12 agosto 2011

Don't eat the yellow snow


Fu stando in fila al bagno dell’autogrill che io e Roberta ci rendemmo conto di quanto l’urina influenzi le nostre esistenze.

“E’ un argomento che merita di essere approfondito”.

Quanti momenti di vita, scanditi da fitte al basso ventre!

Partiamo da qui, dall’autogrill: un gran bel luogo di ricordi. 

La gita delle medie, il tono imperioso della professoressa quando intima di fare in fretta, che l’autobus sta per partire: l’imperituro trauma dell’essere l’ultima in fila, la paura di aprire la porta dopo aver finito e scoprire di essere stata abbandonata al chilometro cinquanta,  tra benzinai annoiati e panini con caprese.

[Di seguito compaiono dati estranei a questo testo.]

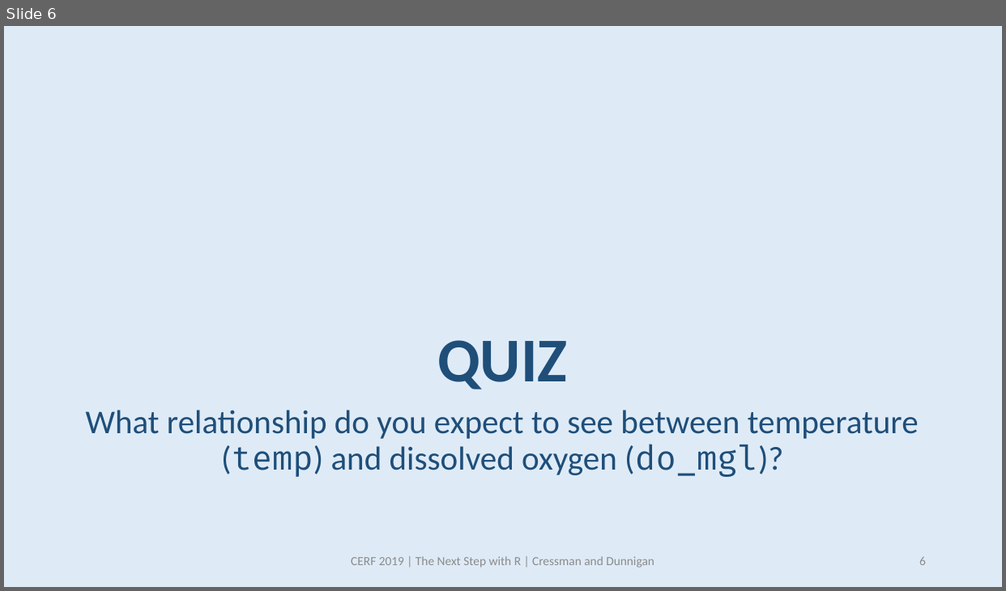
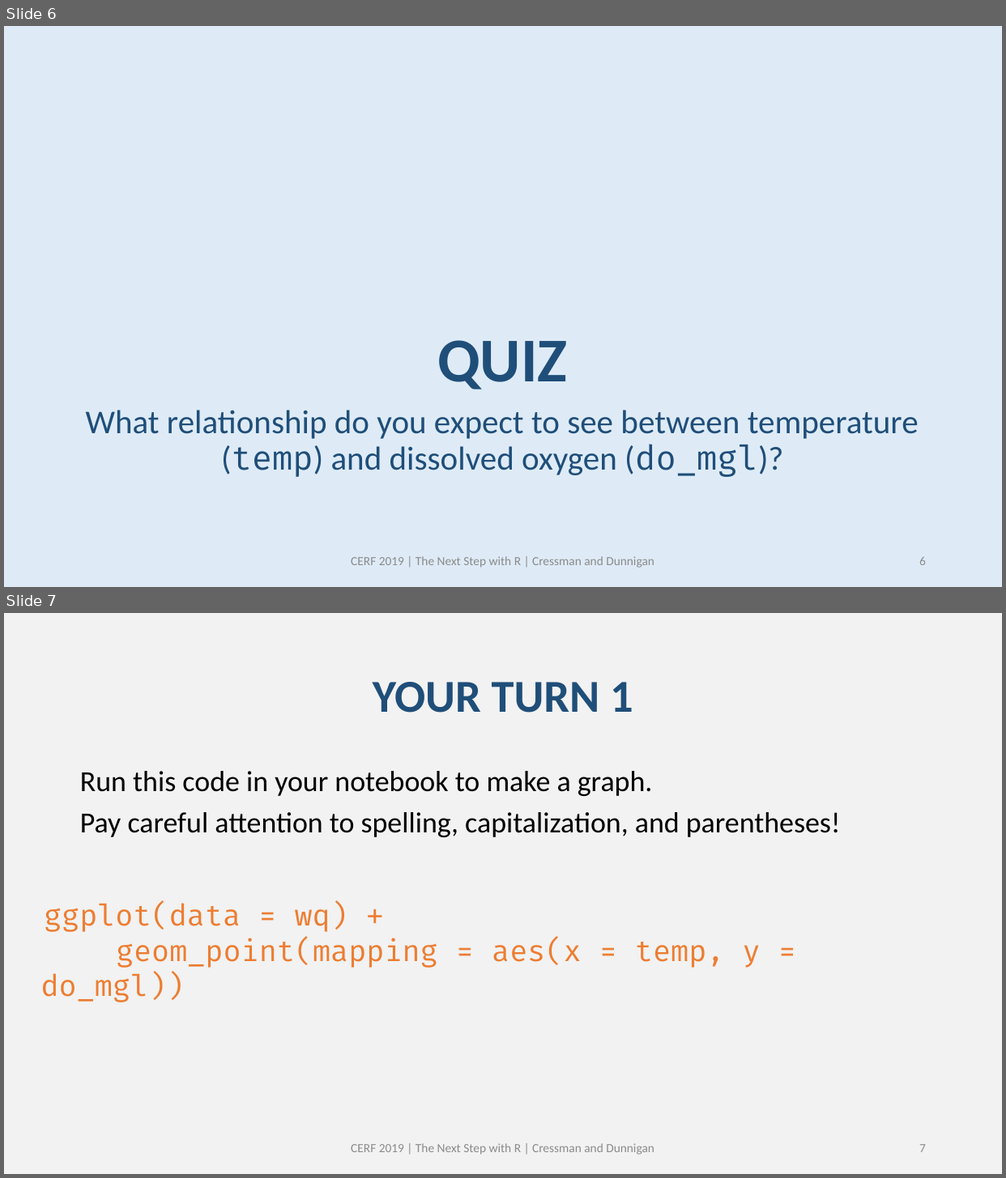
Before and after one commit to swmpkim/2019_CERF, a slide deck: slides/01_Visualize.pptx. Shown one above the other, each under a label of ours: slide 6 before the commit, slides 6 and 7 after it. The pictures are 1006x591 and 1006x1178 pixels, drawn with LibreOffice and Linux fonts; fonts in the diff are those of the drawing. Boxes give left, top, right and bottom in pixels: in the first picture for what was removed or moved away, otherwise in the second. Text is boxed around its words. In the diff, an @@ line names an element or a change of style, - is before the commit and + after.

```diff
--- a/slides/01_Visualize.pptx
+++ b/slides/01_Visualize.pptx
@@ slide 7 added at (x1=4, y1=613, x2=1002, y2=1174), background #F2F2F2 @@
@@ title added at (x1=373, y1=682, x2=633, y2=713), 44 pt, text #1F4E79, bold @@
+YOUR TURN 1
@@ text added at (x1=80, y1=771, x2=841, y2=837), 28 pt, text #000000 @@
+Run this code in your notebook to make a graph.
+Pay careful attention to spelling, capitalization, and parentheses!
@@ text added at (x1=41, y1=903, x2=761, y2=1003), 28 pt, text #ED7D31 @@
+ggplot(data = wq) +
+geom_point(mapping = aes(x = temp, y = do_mgl))
@@ text added at (x1=351, y1=1144, x2=654, y2=1155), 12 pt, text #8C8C8C @@
+CERF 2019 | The Next Step with R | Cressman and Dunnigan
@@ page number added at (x1=919, y1=1144, x2=926, y2=1152), 12 pt, text #8C8C8C @@
+7
```
Also in this commit, not shown: 2 other slides added.

Oppure quel giorno, qualche anno dopo, che la malandata serratura della toilette si incastrò e tu, bloccata in quel metro quadro maleodorante, non riuscivi a deciderti se chiedere aiuto e fare anche un po’ la figura dell’imbranata. 
Così, nel frattempo, ti tappavi il naso e leggevi le scritte sui muri: maniaci illusi che qualcuno sia interessato ai loro mirabolanti attributi, innamorate in vena di confessioni e viaggiatori entusiasti di comunicare agli avventori il proprio passaggio.

Cambio di scena.

Luci soffuse, molti specchi, decorazioni kitsch e il solito cattivo odore. Una fila di ragazze con vesti succinte e l’eye-liner un po’ sbavato aspettano impazienti di entrare nel solito metro quadro, mentre la musica del locale si sente ovattata da dietro al porta, aumentando di colpo quando entra qualcuno. 
La fila è lunghissima perché i cocktail non costano molto, ma soprattutto perché le ragazze sono straordinariamente lente nel pisciare: quando mi vedono entrare e uscire dal bagno in meno di tre minuti credono di aver davanti Beep Beep.

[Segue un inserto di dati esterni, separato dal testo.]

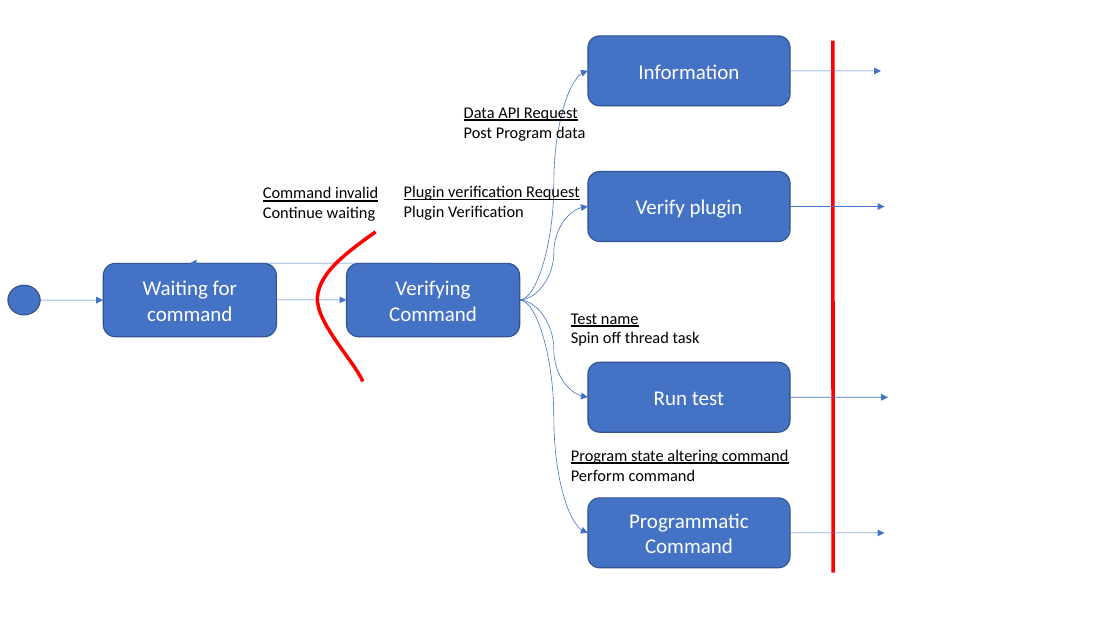
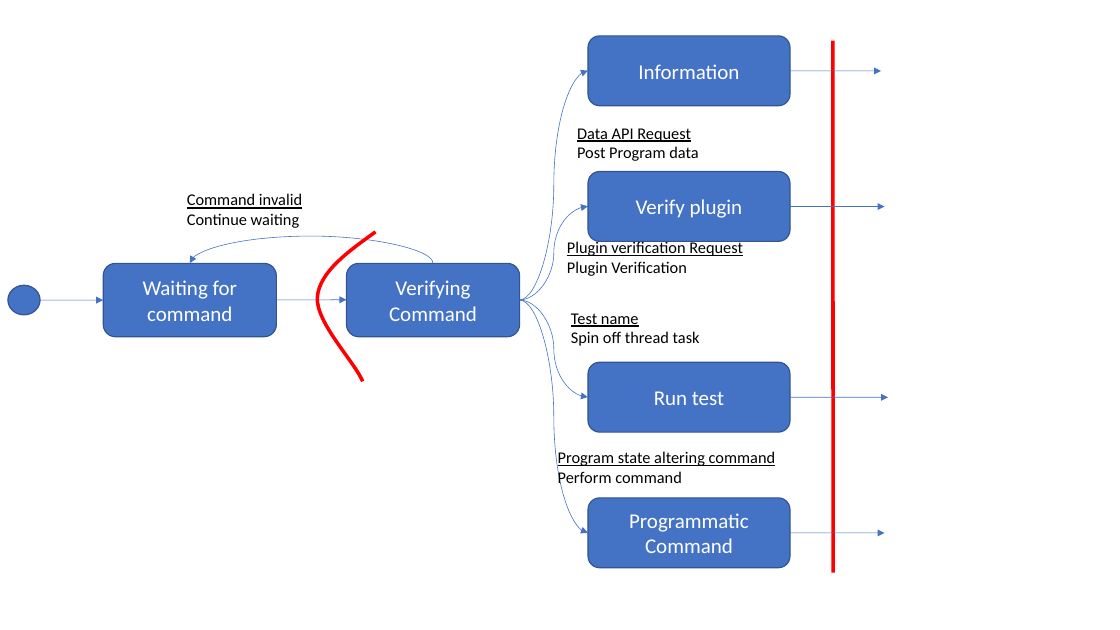
Before and after one commit to HarrisonJM/ProtocolDeveloper, a slide deck: slide 3 of docs/Design & Log/Designs.pptx. Drawn at 1120x630 pixels with LibreOffice and Linux fonts; fonts in the diff are those of the drawing. Boxes give left, top, right and bottom in pixels: in the first picture for what was removed or moved away, otherwise in the second. Text is boxed around its words. In the diff, an @@ line names an element or a change of style, - is before the commit and + after.

```diff
--- a/docs/Design & Log/Designs.pptx
+++ b/docs/Design & Log/Designs.pptx
@@ text "Data API Request Post Program ..." rewrapped from box(464, 105, 585, 143) to box(577, 128, 698, 161) @@
@@ text "Command invalid Continue waiting": place and size @@
-text "Command invalid Continue waiting" at box(263, 186, 378, 221)
+text "Command invalid Continue waiting" at box(187, 193, 302, 228)
@@ text "Plugin verification Request Plugin Verification": place and size @@
-text "Plugin verification Request Plugin Verification" at box(404, 184, 580, 220)
+text "Plugin verification Request Plugin Verification" at box(567, 240, 743, 276)
@@ curved arrow (433, 263) - (190, 263): route changed @@
@@ text "Program state altering command Perform ..." rewrapped from box(571, 449, 789, 481) to box(558, 451, 776, 488) @@
```
Also in this commit, not shown: 6 other slides changed, 8 other files.

Che cosa accada dietro quella porta, perché arrivino a metterci dieci minuti, nonostante l’evidente facilità con cui quei vestiti possono essere sollevati, resterà per sempre un mistero.

Certo si potrebbe parlare di decine di situazioni diverse, dal momento che il richiamo di Madre Natura si fa sentire nei posti più disparati.

C’è la pipì obbligatoria prima della partenza, quando seduti sulla tazza ci si ripete in mente la lista delle cose da non scordare.

La pipì nei vicoli, con il brivido di essere scoperti, troppo urgente per attendere il rientro a casa o l’arrivo in un altro locale e di solito praticata da ebbri.

E poi la mia preferita, la pipì nei boschi: ricordo un picnic in montagna con i miei e una signora abbigliata in modo poco consono, con gonna e tacchi, che ci chiese dove si trovasse la toilette.
“Tutta intorno a lei, signora” rispose mio padre, indicando gli alberi che ci circondavano.

NOTA DI PRODUZIONE

Dovete sapere che fino ad una settimana fa era mia intenzione parlare su questo blog del mio viaggio a Berlino, poi però è arrivata questa idea della pipì e l’ispirazione per un diario di viaggio è svanita. 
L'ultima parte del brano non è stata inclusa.